* What to produce *
Return all of the data exactly, with nothing left out but the pictures.

* Records *

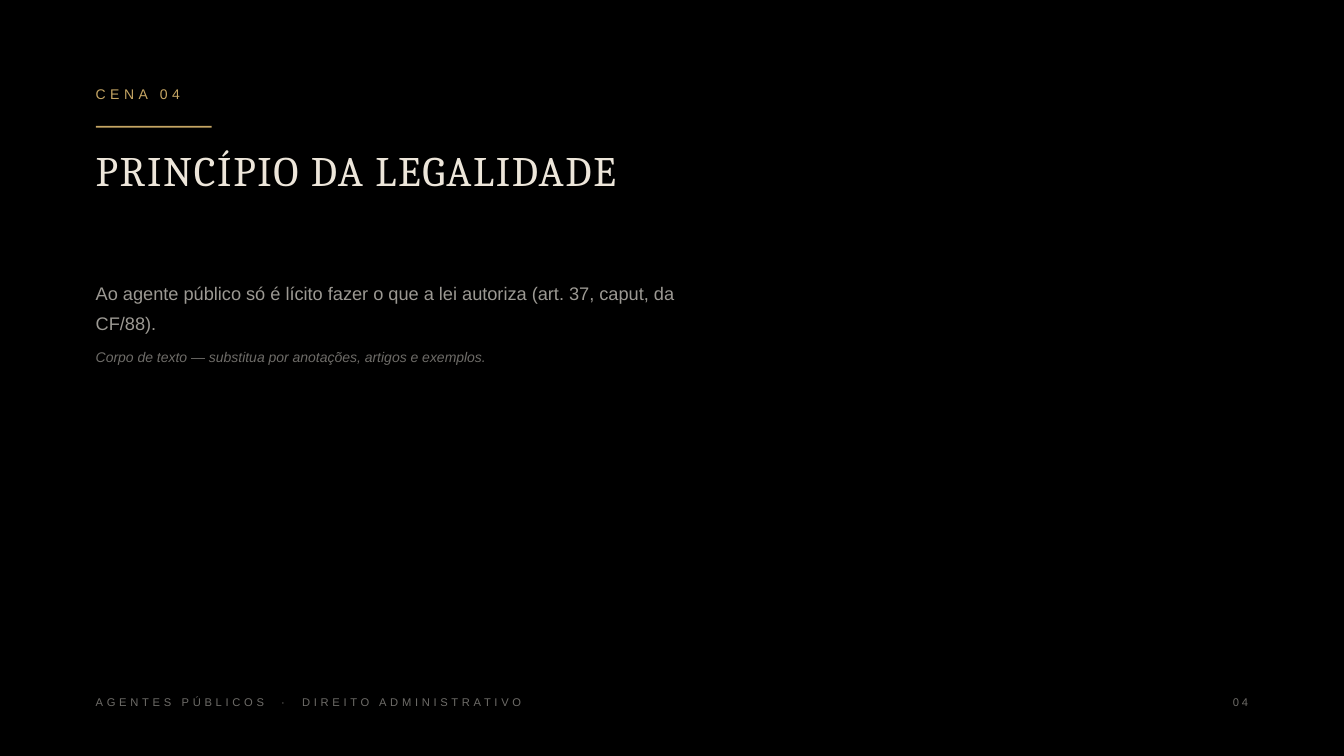
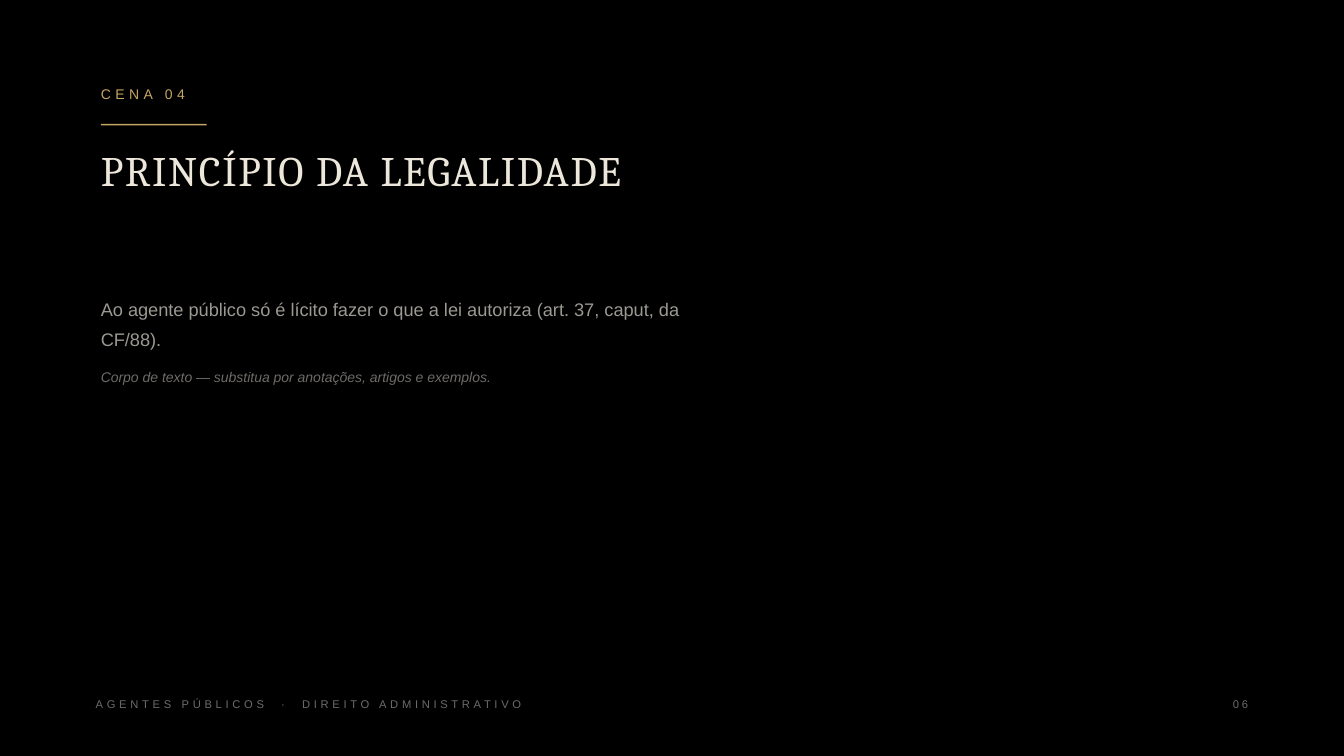
Before and after one commit to ceo-backup-save/rea, a slide deck: slide 6 of storyboards/direito-administrativo-agentes-publicos/apresentacao-agentes-publicos.pptx. Drawn at 1344x756 pixels with LibreOffice and Linux fonts; fonts in the diff are those of the drawing; background and template pictures are left out. Boxes give left, top, right and bottom in pixels: in the first picture for what was removed or moved away, otherwise in the second. Text is boxed around its words. In the diff, an @@ line names an element or a change of style, - is before the commit and + after.

```diff
--- a/storyboards/direito-administrativo-agentes-publicos/apresentacao-agentes-publicos.pptx
+++ b/storyboards/direito-administrativo-agentes-publicos/apresentacao-agentes-publicos.pptx
@@ rectangle: place and size @@
-rectangle at [0,0,827,756]
+rectangle at [0,0,837,756]
@@ text "CENA 04": place and size @@
-text "CENA 04" at [96,89,180,99]
+text "CENA 04" at [101,89,185,99]
@@ text "PRINCÍPIO DA LEGALIDADE" at [101,150,622,187]: line spacing 0.95 to 0.96 @@
@@ rectangle: place and size @@
-rectangle at [96,126,212,128]
+rectangle at [101,124,207,125]
@@ text "Ao agente público só é ...": place and size @@
-text "Ao agente público só é ..." at [96,286,674,365]
+text "Ao agente público só é ..." at [101,302,679,350]
@@ text at [96,352,486,365]: paragraph removed @@
-Corpo de texto — substitua por anotações, artigos e exemplos.
@@ text added at [101,372,491,385], 10 pt, text #6E6C68, italic @@
+Corpo de texto — substitua por anotações, artigos e exemplos.
@@ text at [1233,700,1248,708]: text changed @@
-04
+06
```
Also in this commit, not shown: 15 other slides changed, 1 slide added, 39 other files.

* Solution to the exercise *
Before and after one commit to ceo-backup-save/rea, a slide deck: slide 6 of storyboards/direito-administrativo-agentes-publicos/apresentacao-agentes-publicos.pptx. Drawn at 1344x756 pixels with LibreOffice and Linux fonts; fonts in the diff are those of the drawing; background and template pictures are left out. Boxes give left, top, right and bottom in pixels: in the first picture for what was removed or moved away, otherwise in the second. Text is boxed around its words. In the diff, an @@ line names an element or a change of style, - is before the commit and + after.

```diff
--- a/storyboards/direito-administrativo-agentes-publicos/apresentacao-agentes-publicos.pptx
+++ b/storyboards/direito-administrativo-agentes-publicos/apresentacao-agentes-publicos.pptx
@@ rectangle: place and size @@
-rectangle at [0,0,827,756]
+rectangle at [0,0,837,756]
@@ text "CENA 04": place and size @@
-text "CENA 04" at [96,89,180,99]
+text "CENA 04" at [101,89,185,99]
@@ text "PRINCÍPIO DA LEGALIDADE" at [101,150,622,187]: line spacing 0.95 to 0.96 @@
@@ rectangle: place and size @@
-rectangle at [96,126,212,128]
+rectangle at [101,124,207,125]
@@ text "Ao agente público só é ...": place and size @@
-text "Ao agente público só é ..." at [96,286,674,365]
+text "Ao agente público só é ..." at [101,302,679,350]
@@ text at [96,352,486,365]: paragraph removed @@
-Corpo de texto — substitua por anotações, artigos e exemplos.
@@ text added at [101,372,491,385], 10 pt, text #6E6C68, italic @@
+Corpo de texto — substitua por anotações, artigos e exemplos.
@@ text at [1233,700,1248,708]: text changed @@
-04
+06
```
Also in this commit, not shown: 15 other slides changed, 1 slide added, 39 other files.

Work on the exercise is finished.